Women who opt to remove one or both ovaries during a hysterectomy may be doubling their risks for heart disease, cancer, and premature death. This finding is tragically ironic since removal of the ovaries is typically associated with significant decreases in the risk for ovarian cancer, one of the biggest killers of cancer-related deaths for women.
In one of the largest studies ever conducted, scientists at the University of Warwick's Medical School analyzed data from over 113,000 patients who underwent a hysterectomy at anytime during a ten-year span, from 2004 to 2014. The women’s age ranged from 35-45. About a third of the cohort had no ovaries as these were taken out along with the uterus during the hysterectomy.

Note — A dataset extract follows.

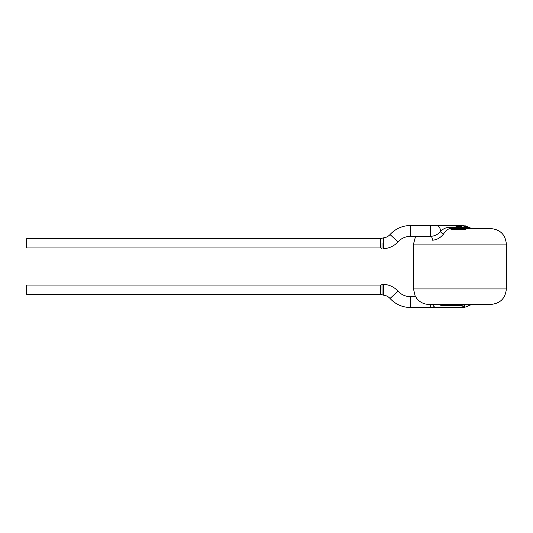 <?xml version="1.0" encoding="UTF-8"?>
<svg xmlns="http://www.w3.org/2000/svg" width="533" height="533" viewBox="0 0 533 533"><rect width="100%" height="100%" fill="white"/><g stroke="black" fill="none" stroke-linecap="round" stroke-linejoin="round"><path stroke-width="0.8" d="M465.489 229.157L464.163 228.963L465.715 228.597L490.873 228.597C500.274 229.516 505.431 234.673 506.35 244.074L413.508 244.074L413.508 288.946L415.08 295.755L416.826 298.527C419.977 302.351 424.028 304.316 428.978 304.423L439.139 304.423A3.098 2.325 -90 0 1 440.931 305.549L461.758 305.549C461.958 306.821 462.684 307.481 463.93 307.514L436.34 307.514A5.417 4.071 -90 0 1 432.663 304.423M415.58 236.332L413.508 244.074L506.35 244.074L506.35 288.946L413.508 288.946L506.35 288.946C505.431 298.347 500.274 303.504 490.873 304.423L428.978 304.423M458.846 225.672L465.496 228.597L462.537 227.471L460.119 227.471L454.649 225.506L458.52 227.471L448.939 227.471A3.098 2.332 -90 0 0 450.412 228.564L450.292 228.61C447.78 228.89 445.555 230.682 443.609 233.974C440.398 237.918 436.634 239.997 432.33 240.196A3.098 1.839 -92.1 0 0 430.524 236.326C434.475 236.199 437.766 234.62 440.398 231.575C443.096 228.79 445.941 227.424 448.939 227.471M465.482 228.75L465.442 228.417M443.609 233.974A3.098 1.419 -144.3 0 1 440.398 231.575A5.417 4.077 -90 0 0 436.354 225.506L456.988 225.506L462.537 227.471M465.496 228.284L458.58 225.486L462.737 225.506L465.502 227.218L465.496 226.059L465.416 227.331M465.496 226.059L467.874 227.471A3.098 1.093 -60.4 0 0 467.608 226.752L465.016 225.719M470.126 228.184L473.331 228.597L467.874 227.471L464.136 227.471M461.265 228.364L460.039 227.584C458.54 226.318 456.741 225.672 454.649 225.659L454.676 225.659M454.642 228.104L456.141 228.597C455.888 229.01 464.529 229.01 464.216 228.597L456.161 228.597M454.649 227.937L454.649 228.517L455.588 228.597L454.616 228.597M453.423 228.597L450.412 228.564M450.298 228.764L453.523 228.597M465.496 229.483C460.312 229.103 449.685 229.903 450.292 228.61M456.161 228.65L456.161 228.737C455.915 229.157 464.483 229.163 464.216 228.73L464.216 228.65M465.316 228.737L464.223 228.737M456.048 228.917L451.857 228.757M464.163 228.963L465.496 229.003L465.489 229.483M465.436 226.199L463.783 225.659M462.797 225.692L463.71 225.506M467.181 228.597L465.755 228.597M464.723 228.077L465.089 228.157M410.41 236.332L430.524 236.326L430.524 225.506L410.41 225.506C402.335 225.646 395.539 228.664 390.023 234.567L398.064 241.822C401.402 238.251 405.52 236.419 410.41 236.332L410.41 225.506M383.34 237.905L383.62 248.684C389.343 248.311 394.16 246.019 398.064 241.822M382.008 243.261L381.988 248.318L382.008 243.261M380.509 247.938L380.509 238.657L26.65 238.657L26.65 247.938L380.509 247.938L381.988 248.318M381.981 284.709L383.62 284.336L383.334 295.169C385.985 295.409 388.211 296.508 390.023 298.453L398.064 291.198C401.402 294.769 405.52 296.601 410.41 296.688L410.41 307.514C402.335 307.374 395.539 304.356 390.023 298.453M382.008 289.759L381.988 284.702L380.509 285.082L380.509 294.363L382.041 294.769L382.008 289.759M380.509 285.082L26.65 285.082L26.65 294.363L380.509 294.363M462.751 304.836L463.63 304.423L464.936 304.836A3.098 2.858 171 0 1 462.751 304.836L461.758 305.549A3.098 2.638 -152.4 0 0 464.569 306.255C464.196 307.368 465.096 307.368 467.261 306.255A3.098 1.079 60.4 0 0 467.767 306.268L470.299 305.023L473.491 304.423L470.299 305.023M436.34 307.514L430.524 307.514L430.524 304.423M464.569 306.255L464.936 304.836L470.146 304.836L467.261 306.255M456.488 228.717L454.776 228.737M463.597 225.646L464.136 225.706M436.354 225.506L430.524 225.506M380.509 238.657L383.334 237.851C385.985 237.611 388.211 236.512 390.023 234.567M470.133 227.997L467.608 226.752M415.58 296.688L410.41 296.688M430.524 307.514L410.41 307.514M381.988 284.702L383.62 284.336C389.343 284.709 394.16 286.994 398.064 291.198M383.34 295.115L382.041 294.769M463.93 307.514L467.767 306.268"/></g></svg>

When they compared mortality and health data between the women who retained their ovaries versus women who either only had one or no ovaries, the researchers noted a striking trend. Specifically, women who had conserved their ovaries had a reduced risk of developing ischemic heart disease (coronary artery disease) or cancer after hysterectomy, than those whose ovaries were removed. This also correlated with mortality: more women died after the hysterectomy that included ovary removal than women who retained their ovaries.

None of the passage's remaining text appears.